* **Task brief**:
Scan the material for the word "software", then return every line where it appears.

* **Provided material**:
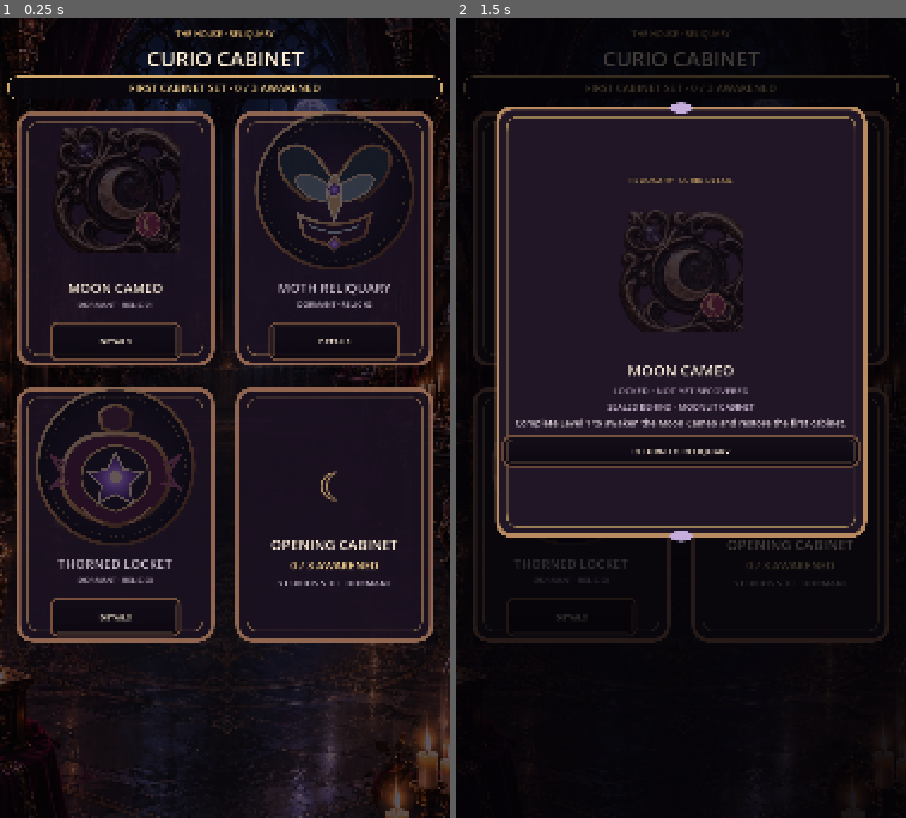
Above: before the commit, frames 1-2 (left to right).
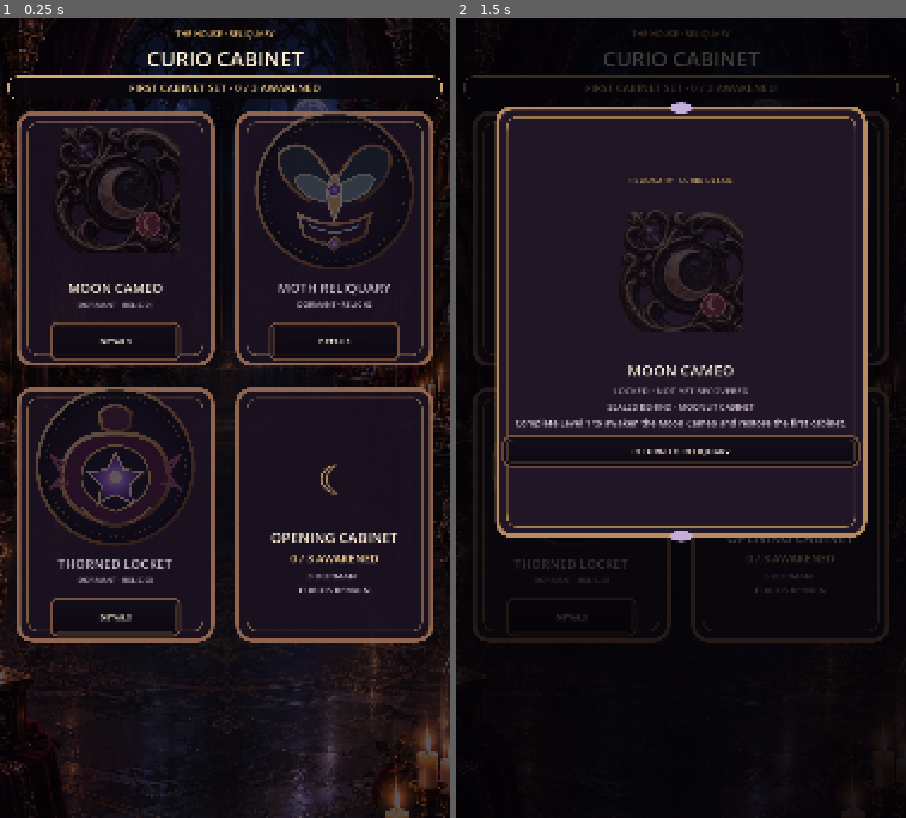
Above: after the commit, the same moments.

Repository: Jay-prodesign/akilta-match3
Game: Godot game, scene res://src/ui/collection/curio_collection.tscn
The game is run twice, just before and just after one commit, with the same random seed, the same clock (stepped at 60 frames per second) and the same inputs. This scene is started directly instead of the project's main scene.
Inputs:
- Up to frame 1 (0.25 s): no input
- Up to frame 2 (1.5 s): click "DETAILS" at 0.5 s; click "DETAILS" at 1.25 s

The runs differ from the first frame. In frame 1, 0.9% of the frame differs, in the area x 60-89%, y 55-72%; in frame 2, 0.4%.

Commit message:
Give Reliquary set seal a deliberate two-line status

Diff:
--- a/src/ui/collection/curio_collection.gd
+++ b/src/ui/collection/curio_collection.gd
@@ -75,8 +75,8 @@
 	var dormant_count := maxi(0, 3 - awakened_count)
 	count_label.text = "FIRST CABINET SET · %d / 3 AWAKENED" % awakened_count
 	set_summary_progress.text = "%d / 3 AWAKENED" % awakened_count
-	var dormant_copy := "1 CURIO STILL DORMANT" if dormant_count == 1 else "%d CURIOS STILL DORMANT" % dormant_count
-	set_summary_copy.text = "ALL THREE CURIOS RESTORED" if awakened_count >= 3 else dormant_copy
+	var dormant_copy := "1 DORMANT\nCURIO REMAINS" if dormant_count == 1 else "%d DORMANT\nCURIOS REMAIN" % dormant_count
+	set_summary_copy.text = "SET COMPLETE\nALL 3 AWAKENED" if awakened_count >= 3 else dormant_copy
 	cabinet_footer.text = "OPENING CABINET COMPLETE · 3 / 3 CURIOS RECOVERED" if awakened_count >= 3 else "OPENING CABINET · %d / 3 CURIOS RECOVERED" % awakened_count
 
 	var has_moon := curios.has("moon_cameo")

--

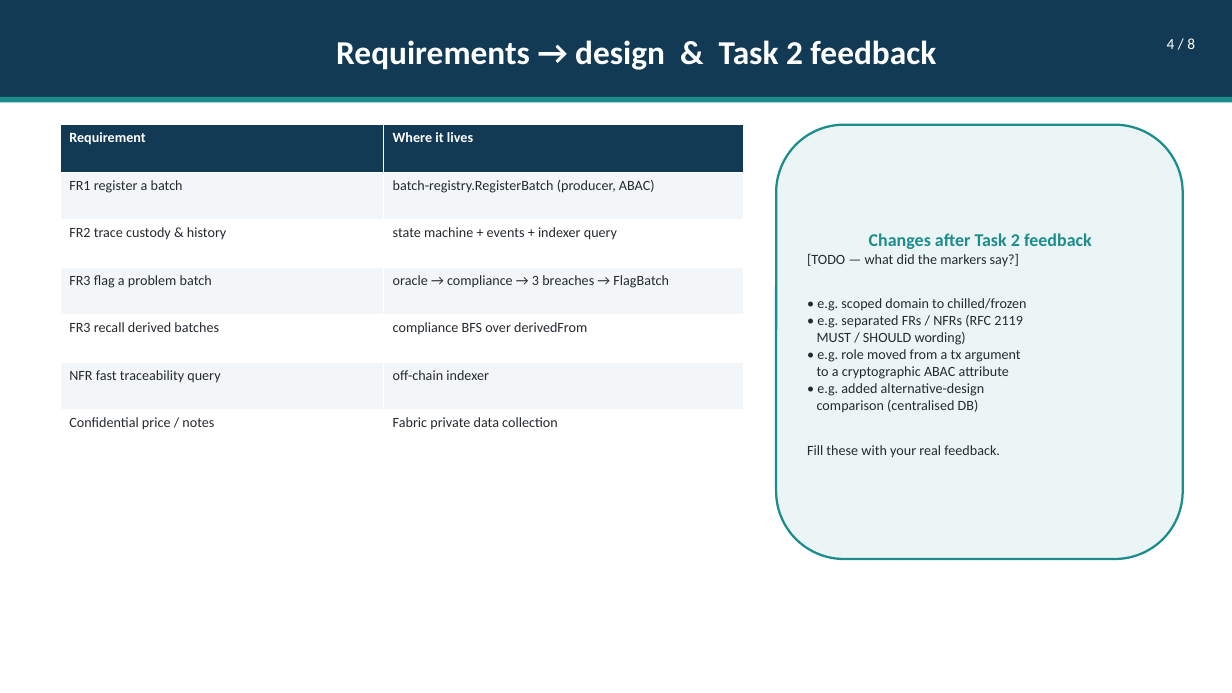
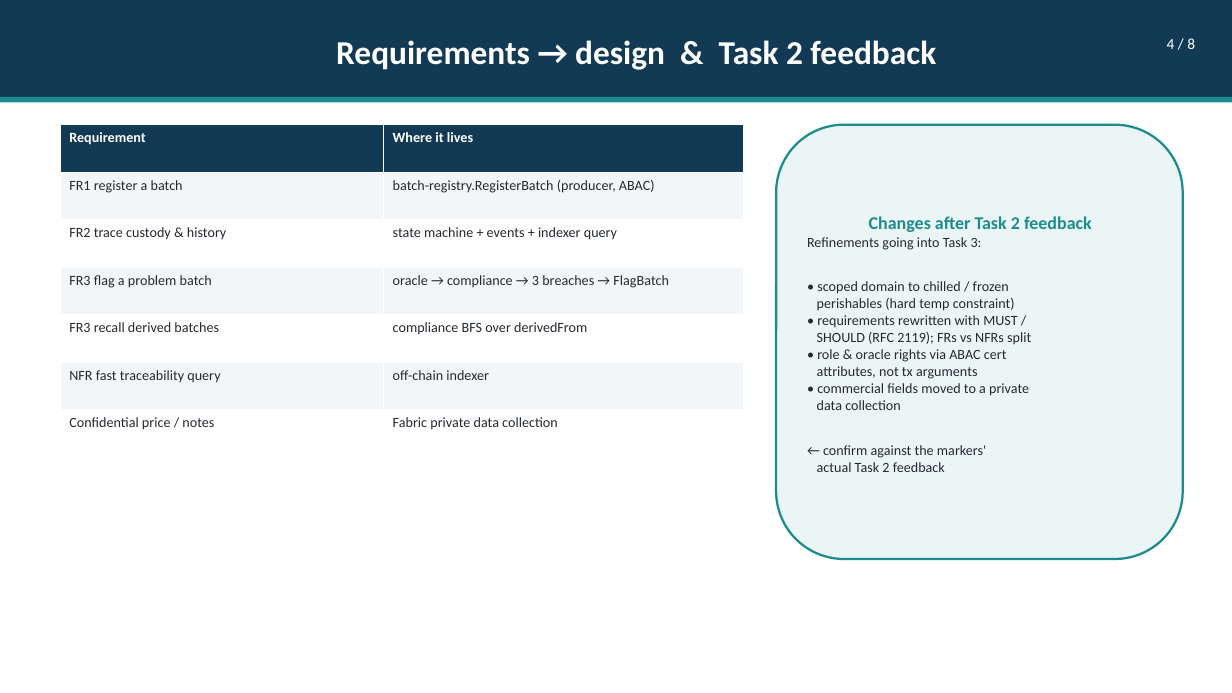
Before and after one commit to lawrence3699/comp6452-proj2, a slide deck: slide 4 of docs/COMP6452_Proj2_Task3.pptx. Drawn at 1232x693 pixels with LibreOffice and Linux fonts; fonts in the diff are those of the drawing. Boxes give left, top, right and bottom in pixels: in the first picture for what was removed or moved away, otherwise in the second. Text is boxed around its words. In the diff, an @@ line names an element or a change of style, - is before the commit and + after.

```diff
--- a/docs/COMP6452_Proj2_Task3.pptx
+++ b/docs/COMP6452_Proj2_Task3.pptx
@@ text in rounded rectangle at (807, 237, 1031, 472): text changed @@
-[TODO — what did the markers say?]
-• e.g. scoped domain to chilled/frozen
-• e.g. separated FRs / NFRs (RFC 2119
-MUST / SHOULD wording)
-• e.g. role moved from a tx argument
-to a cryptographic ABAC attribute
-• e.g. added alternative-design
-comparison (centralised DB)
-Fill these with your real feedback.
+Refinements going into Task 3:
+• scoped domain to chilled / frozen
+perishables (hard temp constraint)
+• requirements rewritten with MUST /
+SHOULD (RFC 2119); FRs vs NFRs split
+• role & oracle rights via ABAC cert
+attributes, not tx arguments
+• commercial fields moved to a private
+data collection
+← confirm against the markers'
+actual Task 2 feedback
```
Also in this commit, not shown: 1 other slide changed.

---

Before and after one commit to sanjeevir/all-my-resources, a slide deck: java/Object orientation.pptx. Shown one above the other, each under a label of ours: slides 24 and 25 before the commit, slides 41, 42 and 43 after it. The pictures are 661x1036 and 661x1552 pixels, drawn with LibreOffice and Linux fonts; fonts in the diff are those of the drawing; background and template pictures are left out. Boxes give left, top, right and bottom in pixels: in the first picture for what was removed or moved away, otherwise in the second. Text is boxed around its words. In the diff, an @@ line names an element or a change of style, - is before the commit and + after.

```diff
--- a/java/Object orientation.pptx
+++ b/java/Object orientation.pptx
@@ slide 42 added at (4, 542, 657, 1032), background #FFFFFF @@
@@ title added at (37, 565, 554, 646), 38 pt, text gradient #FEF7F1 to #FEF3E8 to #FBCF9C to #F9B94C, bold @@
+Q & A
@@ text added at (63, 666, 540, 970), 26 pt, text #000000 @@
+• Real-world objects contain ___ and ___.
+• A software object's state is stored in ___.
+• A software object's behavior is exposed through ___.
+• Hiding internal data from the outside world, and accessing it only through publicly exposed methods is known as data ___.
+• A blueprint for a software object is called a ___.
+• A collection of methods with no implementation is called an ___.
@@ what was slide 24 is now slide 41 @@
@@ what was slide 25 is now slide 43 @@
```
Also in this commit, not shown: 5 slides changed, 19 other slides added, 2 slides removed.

* **Response to this task**:
+• A software object's state is stored in ___.
+• A software object's behavior is exposed through ___.
+• A blueprint for a software object is called a ___.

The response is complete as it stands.